[Problem]
The reply is a verbatim copy of the listing below with its images dropped.

[Records shown]
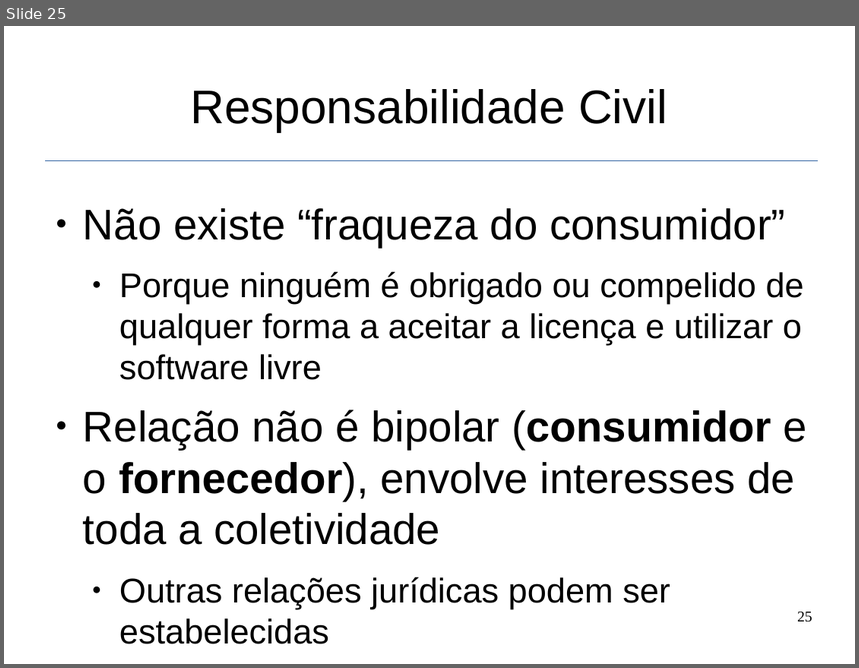
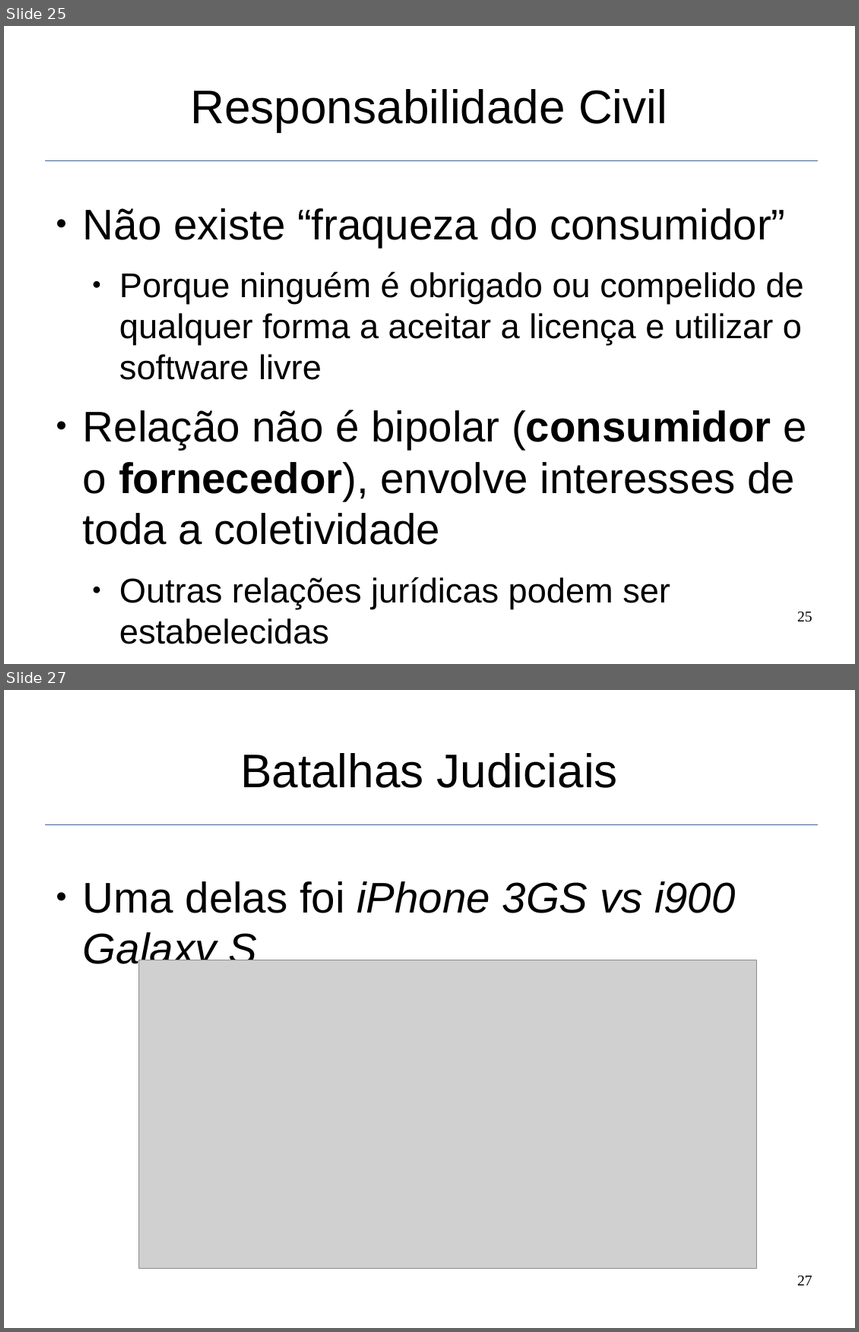
Before and after one commit to OpenRedu/aulas_floss, a slide deck: 07_AspectosLegais/07_AspectosLegais.odp. Shown one above the other, each under a label of ours: slide 25 before the commit, slides 25 and 27 after it; the slides between them are not shown. The pictures are 859x668 and 859x1332 pixels, drawn with LibreOffice and Linux fonts; fonts in the diff are those of the drawing; grey boxes stand for pictures. Boxes give left, top, right and bottom in pixels: in the first picture for what was removed or moved away, otherwise in the second. Text is boxed around its words. In the diff, an @@ line names an element or a change of style, - is before the commit and + after.

Commit message:
Incluindo slides sobre batalha judicial entre Apple e Samsung

```diff
--- a/07_AspectosLegais/07_AspectosLegais.odp
+++ b/07_AspectosLegais/07_AspectosLegais.odp
@@ slide 27 added at (4, 690, 855, 1328), background #FFFFFF; not listed: 1 template element that a slide beside it also shows @@
@@ title added at (240, 753, 618, 788), 44 pt, text #000000 @@
+Batalhas Judiciais
@@ text added at (83, 882, 736, 972), 40 pt, text #000000, italic @@
+● Uma delas foi iPhone 3GS vs i900 Galaxy S
@@ picture added at (139, 961, 757, 1269) @@
@@ page number added at (797, 1276, 813, 1286), 14 pt, text #000000 @@
+27
```
Also in this commit, not shown: 2 other slides added.

[Worked solution]
Before and after one commit to OpenRedu/aulas_floss, a slide deck: 07_AspectosLegais/07_AspectosLegais.odp. Shown one above the other, each under a label of ours: slide 25 before the commit, slides 25 and 27 after it; the slides between them are not shown. The pictures are 859x668 and 859x1332 pixels, drawn with LibreOffice and Linux fonts; fonts in the diff are those of the drawing; grey boxes stand for pictures. Boxes give left, top, right and bottom in pixels: in the first picture for what was removed or moved away, otherwise in the second. Text is boxed around its words. In the diff, an @@ line names an element or a change of style, - is before the commit and + after.

Commit message:
Incluindo slides sobre batalha judicial entre Apple e Samsung

```diff
--- a/07_AspectosLegais/07_AspectosLegais.odp
+++ b/07_AspectosLegais/07_AspectosLegais.odp
@@ slide 27 added at (4, 690, 855, 1328), background #FFFFFF; not listed: 1 template element that a slide beside it also shows @@
@@ title added at (240, 753, 618, 788), 44 pt, text #000000 @@
+Batalhas Judiciais
@@ text added at (83, 882, 736, 972), 40 pt, text #000000, italic @@
+● Uma delas foi iPhone 3GS vs i900 Galaxy S
@@ picture added at (139, 961, 757, 1269) @@
@@ page number added at (797, 1276, 813, 1286), 14 pt, text #000000 @@
+27
```
Also in this commit, not shown: 2 other slides added.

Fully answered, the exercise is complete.